Contre-choc
Jeudi 05 octobre : quelques heures après la publication d’une enquête internationale sur les systèmes éducatifs (PISA), le ministre Bruno Attal annonce le “choc des savoirs”. Partant de l’idée que l’école publique dysfonctionne, il annonce une série de transformations d’ampleur. Les “groupes de niveau” en mathématiques et français ont fait la “Une” de l’actualité, mais le “choc des savoirs” ne s’y réduit pas. Il articule à la fois des mesures sur les structures du système éducatif, les contenus d’enseignement, le métier (et ses implications statutaires) enseignant.
On remarquera que le gouvernement se plaint de l’état d’un système éducatif qu’il a déjà soumis à de nombreuses contre-réformes depuis presque sept ans : le principal responsable du délabrement de l’école publique qu’on feint de déplorer, c’est lui-même. C’est lui qui a supprimé des postes, provoqué une crise de recrutement, engendré des classes pléthoriques dans de nombreux endroits, cassé le sens du métier et l’implication pédagogique de nombre de personnels (liste non-exhaustive)…
Dans ces conditions, il est logique, pas étonnant, que les personnels, à commencer par ceux et celles des collèges, se révoltent contre le “choc des savoirs”. Ils et elles connaissent déjà cette politique éducative, ils et elles ont déjà subi les prémices de ce que le gouvernement veut faire : un système éducatif avec une école publique en ruines et des personnels précarisés d’un côté, une école privée dotée de toutes les attentions d’un autre côté.
Ils et elles perçoivent plus ou moins consciemment les bases de la politique de Macron et de son gouvernement. Il n’y a pas de mystère : le débat récent sur “la dette publique”, dans un contexte de difficultés économiques, de concurrence internationale accrue, de l’explosion des dépenses pour les budgets liés à la guerre… impliquent un plan d’austérité massif : les 20 milliards d’économies annoncés risquent de n’être qu’une première étape. Dès lors, renforcer l’autoritarisme est à l’ordre du jour, car tout cela ne se fera pas sans résistance.

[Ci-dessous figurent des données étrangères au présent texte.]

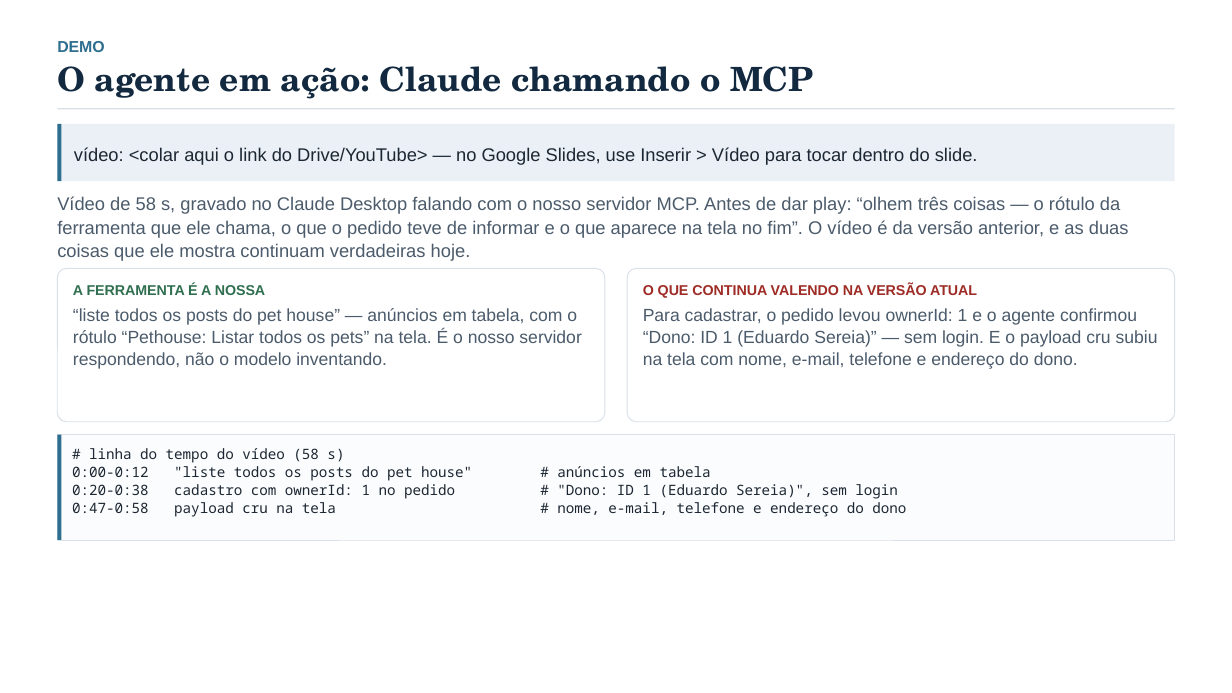
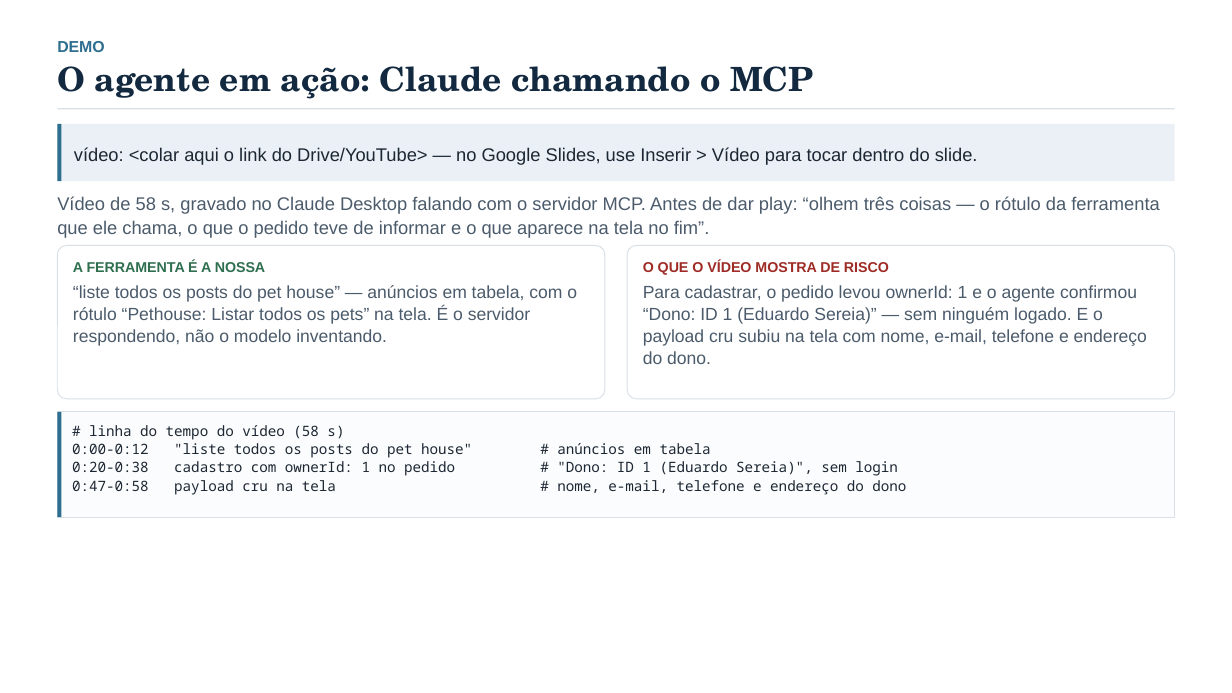
Before and after one commit to edu-correia/project-mcp-pet-adoption, a slide deck: slide 8 of docs/apresentacao-analise-pethouse-mcp.pptx (slide 9 before the commit). Drawn at 1232x693 pixels with LibreOffice and Linux fonts; fonts in the diff are those of the drawing. Boxes give left, top, right and bottom in pixels: in the first picture for what was removed or moved away, otherwise in the second. Text is boxed around its words. In the diff, an @@ line names an element or a change of style, - is before the commit and + after.

Commit message:
docs: apresenta a analise da solucao no estado atual (15 slides, sem antes/depois)
- deck reescrito: numeros e tese, arquitetura da ponte, inventario das 12 tools,
  metodo de verificacao, casos de uso, demo, tres insucessos e seguranca
- removidas as referencias a correcao/versao anterior: o material descreve o
  sistema como ele e (publico nao tem contexto de mudanca)
- roteiro de falas refeito para 4 pessoas sobre os 15 slides

```diff
--- a/docs/apresentacao-analise-pethouse-mcp.pptx
+++ b/docs/apresentacao-analise-pethouse-mcp.pptx
@@ text at [57,196,1160,238]: text changed @@
-Vídeo de 58 s, gravado no Claude Desktop falando com o nosso servidor MCP. Antes de dar play: “olhem três coisas — o rótulo da ferramenta que ele chama, o que o pedido teve de informar e o que aparece na tela no fim”. O vídeo é da versão anterior, e as duas coisas que ele mostra continuam verdadeiras hoje.
+Vídeo de 58 s, gravado no Claude Desktop falando com o servidor MCP. Antes de dar play: “olhem três coisas — o rótulo da ferramenta que ele chama, o que o pedido teve de informar e o que aparece na tela no fim”.
@@ text at [643,261,1147,364]: text changed @@
-O QUE CONTINUA VALENDO NA VERSÃO ATUAL
-Para cadastrar, o pedido levou ownerId: 1 e o agente confirmou “Dono: ID 1 (Eduardo Sereia)” — sem login. E o payload cru subiu na tela com nome, e-mail, telefone e endereço do dono.
+O QUE O VÍDEO MOSTRA DE RISCO
+Para cadastrar, o pedido levou ownerId: 1 e o agente confirmou “Dono: ID 1 (Eduardo Sereia)” — sem ninguém logado. E o payload cru subiu na tela com nome, e-mail, telefone e endereço do dono.
@@ text at [73,285,577,346]: text changed @@
-“liste todos os posts do pet house” — anúncios em tabela, com o rótulo “Pethouse: Listar todos os pets” na tela. É o nosso servidor respondendo, não o modelo inventando.
+“liste todos os posts do pet house” — anúncios em tabela, com o rótulo “Pethouse: Listar todos os pets” na tela. É o servidor respondendo, não o modelo inventando.
@@ 2 rounded rectangles, 2 rectangles, 1 text: place and size @@
-2 rounded rectangles, 2 rectangles, 1 text at [57,268,1176,540]
+2 rounded rectangles, 2 rectangles, 1 text at [57,246,1176,518]
@@ text "# linha do tempo do ...": place and size @@
-text "# linha do tempo do ..." at [72,448,906,517]
+text "# linha do tempo do ..." at [72,425,906,495]
```
Also in this commit, not shown: 14 other slides changed, 1 slide removed, 4 other files.

Cet autoritarisme au nom des marchés et de l’impérialisme, partagé par une grande partie du champ politique jusqu’à “gauche” (cf. la campagne atlantiste et réactionnaire de Glucksmann) explique la vague de répression contre ceux et celles qui défendent les droits du peuple palestinien bafoués par un État colonial. C’est aussi cet autoritarisme qui préside aux annonces récentes d’Attal : une partie de la jeunesse (et des familles) de ce pays, d’origine populaire, doit être soumise par la répression et la mise à l’écart, pour ne pas dire la mise à l’index. C’est encore lui qui aboutit à criminaliser de simples critiques verbales contre une institution policière en voie de fascisation, comme dans le cas du militant Olivier Cuzon de SUD éducation 29. C’est enfin lui qui entend, notamment par le “choc des savoirs”, transformer les enseignant·es en simple exécutant·es dociles de la politique et de l’idéologie du gouvernement (y compris bientôt par le licenciement, avec la future loi sur la Fonction publique).
Autant dire que les enjeux des luttes actuelles sont majeurs, et inséparables d’une lutte plus globale contre ce pouvoir et sa politique. Depuis des semaines elles existent dans l’éducation, souvent en alliance avec les parents d’élèves : grèves reconductibles comme en Seine-Saint-Denis où les personnels poursuivent l’action, manifestations, “nuit des établissements”, opérations “collèges morts”, boycott des “formations” et refus de mettre en place les mesures du “choc des savoirs”. Le potentiel de refus est là, il est temps qu’enfin le syndicalisme donne des perspectives d’unification de ces luttes : en les soutenant, les faisant connaître, les généralisant et en leur donnant un cadre national pour obtenir le retrait des contre-réformes, et la satisfaction des revendications urgentes.